Activity
Give all the lines below again, exactly, with no pictures.

Stored items from a collection:
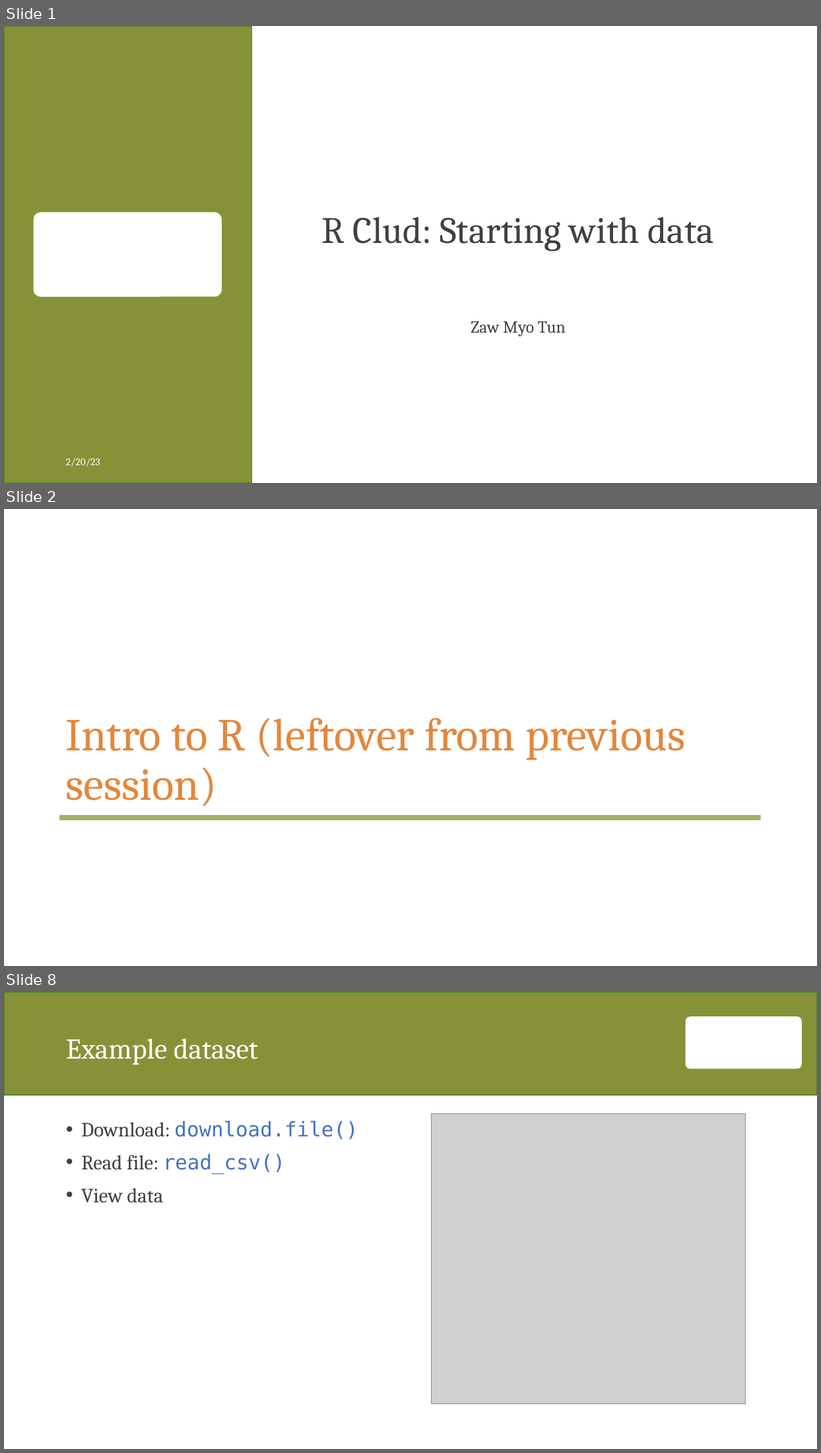
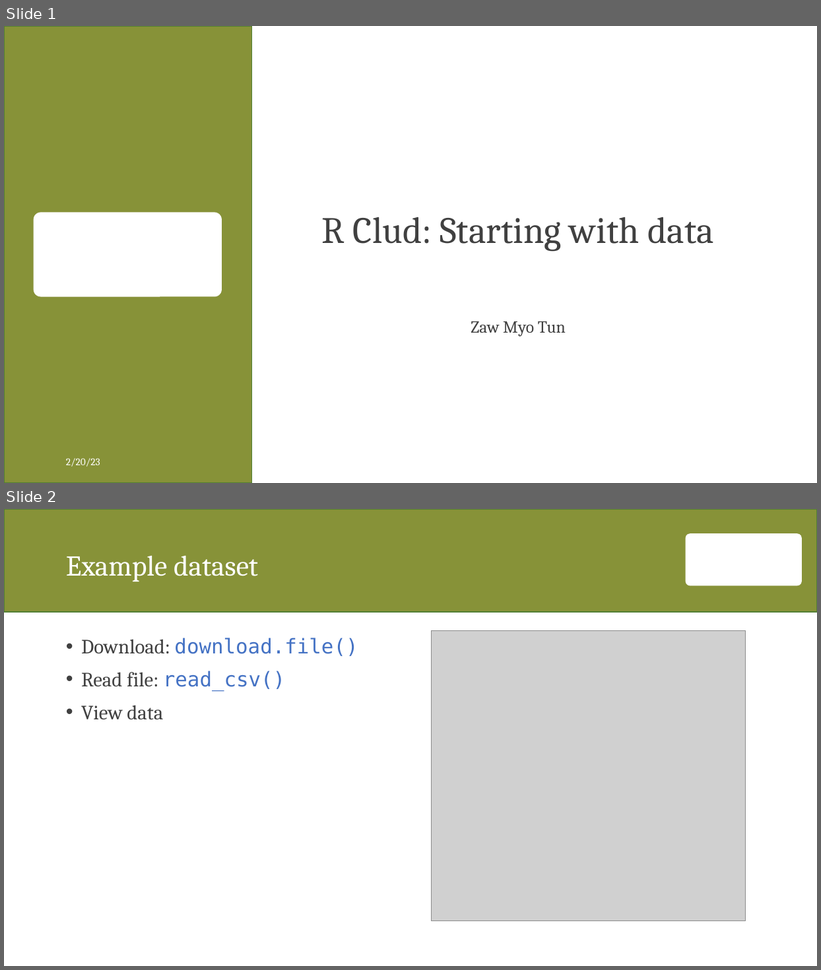
Before and after one commit to zawmtun/r_club, a slide deck: ex/02_starting_with_data.pptx. Shown one above the other, each under a label of ours: slides 1, 2 and 8 before the commit, slides 1 and 2 after it; the slides between them are not shown. The pictures are 821x1453 and 821x970 pixels, drawn with LibreOffice and Linux fonts; fonts in the diff are those of the drawing; grey boxes stand for pictures; background and template pictures are left out. Boxes give left, top, right and bottom in pixels: in the first picture for what was removed or moved away, otherwise in the second. Text is boxed around its words. In the diff, an @@ line names an element or a change of style, - is before the commit and + after.

```diff
--- a/ex/02_starting_with_data.pptx
+++ b/ex/02_starting_with_data.pptx
@@ slide 2 removed at bbox=[4, 509, 817, 966], background #FFFFFF @@
@@ title removed at bbox=[65, 718, 685, 807] @@
-Intro to R (leftover from previous session)
@@ line removed from (59, 818) to (761, 818) @@
@@ what was slide 8 is now slide 2 @@
```
Also in this commit, not shown: 1 slide changed, 6 other slides removed, 2 other files.

Result below
Before and after one commit to zawmtun/r_club, a slide deck: ex/02_starting_with_data.pptx. Shown one above the other, each under a label of ours: slides 1, 2 and 8 before the commit, slides 1 and 2 after it; the slides between them are not shown. The pictures are 821x1453 and 821x970 pixels, drawn with LibreOffice and Linux fonts; fonts in the diff are those of the drawing; grey boxes stand for pictures; background and template pictures are left out. Boxes give left, top, right and bottom in pixels: in the first picture for what was removed or moved away, otherwise in the second. Text is boxed around its words. In the diff, an @@ line names an element or a change of style, - is before the commit and + after.

```diff
--- a/ex/02_starting_with_data.pptx
+++ b/ex/02_starting_with_data.pptx
@@ slide 2 removed at bbox=[4, 509, 817, 966], background #FFFFFF @@
@@ title removed at bbox=[65, 718, 685, 807] @@
-Intro to R (leftover from previous session)
@@ line removed from (59, 818) to (761, 818) @@
@@ what was slide 8 is now slide 2 @@
```
Also in this commit, not shown: 1 slide changed, 6 other slides removed, 2 other files.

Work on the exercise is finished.